One interview typified them all.  “I just changed careers and went back to school,” said the 30-year-old male. “I got no house, no wife, no kids, no car, and 71 cents in my bank account.”

What makes this much worse, says Duncan, is the fact that these people at 20 had been led to believe that when they reached 30 they would have all those lovely things which their parents had when they reached 30—professional career, marriage, car, kids, suburban house, dog, travel, cottage, dinners in fashionable restaurants.  The children of those same fortunate people now reach 30 and suddenly discover they have none of the things they had so confidently expected.  Moreover, they aren’t likely ever to have them.

A current book, like the play, depicts their predicament.  It’s by psychologist-author Jean Twenge and its gargantuan title tells the story: Generation Me: Why Today’s Young Americans Are More Confident, Assertive, Entitled—and More Miserable Than Ever Before.

The crucial question is: What can these young people do? If their parents can’t be of any help to them, what’s the possibility of my generation helping them?

In a way, our experience was the reverse of theirs.  They expected to have all these fine material benefits and didn’t get them.  We did not, even remotely, expect to get them, and to our delight and astonishment, we did get a great many of them.  But for us, those benefits often came much later in life, certainly not by 30, more frequently by 50 or even 60.  Moreover, we never really thought of ourselves as part of a “generation.”  We identified more with our profession or trade; we were plumbers or doctors, or salesmen or (as my trade then called itself) “newspapermen.”  Or with our city—we were Calgarians, or Winnipeggers.  There were no “forties people” as there would one day be “sixties people.”  Yet many of us did sense once in our lives a point of deep disillusionment.  Our dreams for life, modest though they were not going to come true.

It hit me at 24 when I found myself, a fine Toronto boy, “stuck” as I saw it, in Winnipeg.

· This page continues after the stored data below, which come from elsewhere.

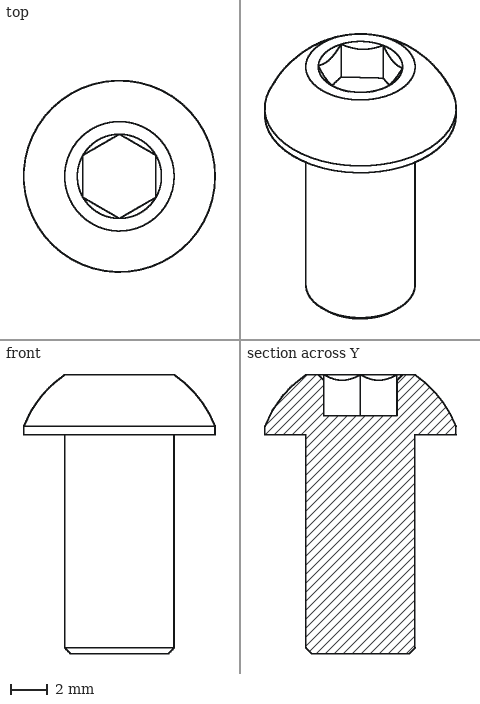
import cadquery as cq
import math

shank_diameter = 6.0
shank_length = 12.0
tip_chamfer = 0.33

head_diameter = 10.5
head_height = 3.3
rim_height = 0.47
crown_diameter = 6.0
dome_bulge = 0.27

socket_across_flats = 4.0
socket_depth = 2.25
countersink_angle = 45.0

socket_across_corners = socket_across_flats / math.cos(math.radians(30))


def make_body():
    """Revolve the half profile of the shank and domed head about Z."""
    shank_radius = shank_diameter / 2
    head_radius = head_diameter / 2
    crown_radius = crown_diameter / 2

    chord_run = head_radius - crown_radius
    chord_rise = head_height - rim_height
    chord_length = math.hypot(chord_run, chord_rise)
    dome_middle = (
        (head_radius + crown_radius) / 2 + dome_bulge * chord_rise / chord_length,
        (rim_height + head_height) / 2 + dome_bulge * chord_run / chord_length,
    )

    profile = (
        cq.Workplane("XZ")
        .moveTo(0, -shank_length)
        .lineTo(shank_radius - tip_chamfer, -shank_length)
        .lineTo(shank_radius, tip_chamfer - shank_length)
        .lineTo(shank_radius, 0)
        .lineTo(head_radius, 0)
        .lineTo(head_radius, rim_height)
        .threePointArc(dome_middle, (crown_radius, head_height))
        .lineTo(0, head_height)
        .close()
    )
    return profile.revolve(360, (0, 0, 0), (0, 1, 0))


def make_socket():
    """Hexagonal socket with corners on the Y axis."""
    return (
        cq.Workplane("XY", origin=(0, 0, head_height))
        .transformed(rotate=(0, 0, 90))
        .polygon(6, socket_across_corners)
        .extrude(-socket_depth)
    )


def make_countersink():
    """Entry cone narrowing from the hexagon corners at the crown face to its flats."""
    entry_radius = socket_across_corners / 2
    end_radius = socket_across_flats / 2
    cone_depth = (entry_radius - end_radius) * math.tan(math.radians(countersink_angle))
    return (
        cq.Workplane("XZ", origin=(0, 0, head_height))
        .lineTo(entry_radius, 0)
        .lineTo(end_radius, -cone_depth)
        .lineTo(0, -cone_depth)
        .close()
        .revolve(360, (0, 0, 0), (0, 1, 0))
    )


result = make_body().cut(make_socket()).cut(make_countersink())

So much for being a “great newspaperman.”  At that point, there came a kind of inner surrender.

It was connected, I confess, to an inner acceptance of God in Christ. You had to say to yourself: “What I’ve got is what I’m going to have, probably permanently. Get used to it. Live for today. Forget what the future holds. Take no thought, as the Bible says, for the morrow. Do the best job you can, and be thankful for it.”

So I did, and an odd thing happened. It was as though a great burden fell from my back.  Very soon, I came to love everything—family, work, town, friends, the world, the church.  And it would not have happened, had I not been driven to that point of despair.

Maybe, therefore, we should hold out real hope for our 30-year-olds.  Some will make the amazing discovery: That the only hope for the Me-Generation is to forget completely about the “Me.”